**Material to process**
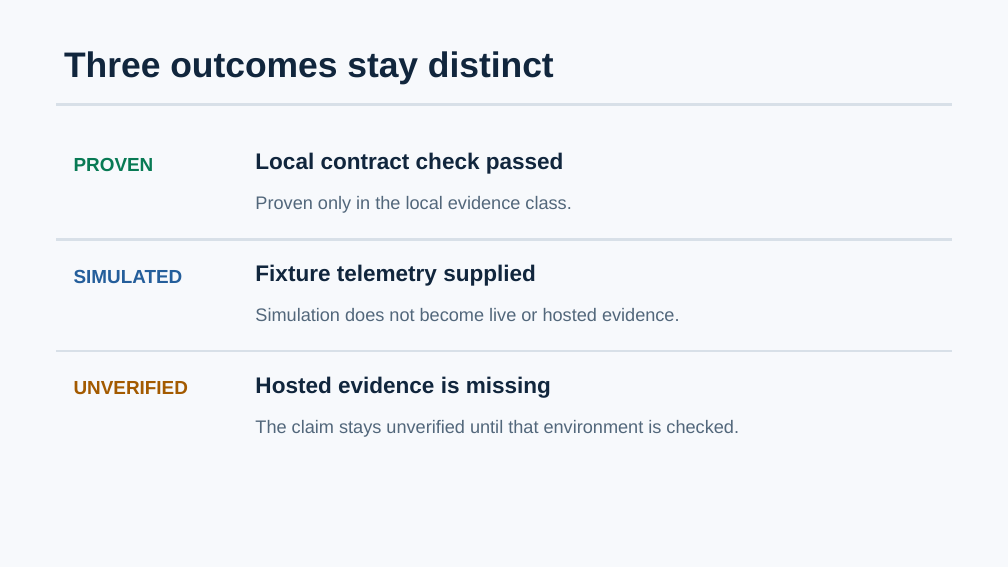
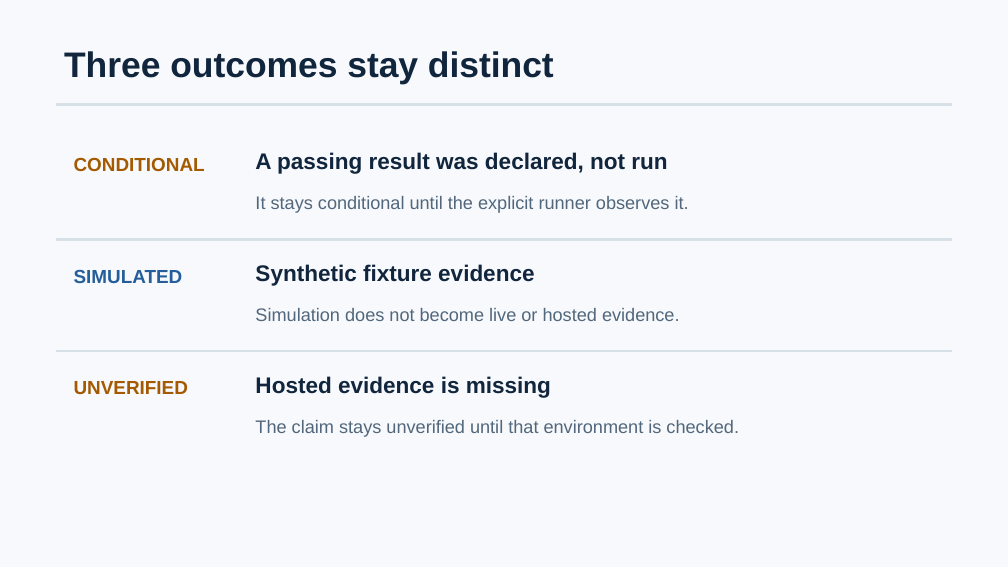
Before and after one commit to icecold009/proofline-ibm-bob, a slide deck: slide 4 of docs/submission/proofline-pitch.pptx. Drawn at 1008x567 pixels with LibreOffice and Linux fonts; fonts in the diff are those of the drawing. Boxes give left, top, right and bottom in pixels: in the first picture for what was removed or moved away, otherwise in the second. Text is boxed around its words. In the diff, an @@ line names an element or a change of style, - is before the commit and + after.

```diff
--- a/docs/submission/proofline-pitch.pptx
+++ b/docs/submission/proofline-pitch.pptx
@@ text at box(74, 157, 205, 172): text changed; text colour #087A54 to #A35A00 @@
-PROVEN
+CONDITIONAL
@@ text at box(255, 152, 667, 174): text changed @@
-Local contract check passed
+A passing result was declared, not run
@@ text at box(255, 196, 689, 213): text changed @@
-Proven only in the local evidence class.
+It stays conditional until the explicit runner observes it.
@@ text at box(255, 264, 534, 286): text changed @@
-Fixture telemetry supplied
+Synthetic fixture evidence
```
Also in this commit, not shown: 3 other slides changed, 33 other files.

**Task requirements**
Recopy the full listing exactly, passing over any picture.

**Written answer**
Before and after one commit to icecold009/proofline-ibm-bob, a slide deck: slide 4 of docs/submission/proofline-pitch.pptx. Drawn at 1008x567 pixels with LibreOffice and Linux fonts; fonts in the diff are those of the drawing. Boxes give left, top, right and bottom in pixels: in the first picture for what was removed or moved away, otherwise in the second. Text is boxed around its words. In the diff, an @@ line names an element or a change of style, - is before the commit and + after.

```diff
--- a/docs/submission/proofline-pitch.pptx
+++ b/docs/submission/proofline-pitch.pptx
@@ text at box(74, 157, 205, 172): text changed; text colour #087A54 to #A35A00 @@
-PROVEN
+CONDITIONAL
@@ text at box(255, 152, 667, 174): text changed @@
-Local contract check passed
+A passing result was declared, not run
@@ text at box(255, 196, 689, 213): text changed @@
-Proven only in the local evidence class.
+It stays conditional until the explicit runner observes it.
@@ text at box(255, 264, 534, 286): text changed @@
-Fixture telemetry supplied
+Synthetic fixture evidence
```
Also in this commit, not shown: 3 other slides changed, 33 other files.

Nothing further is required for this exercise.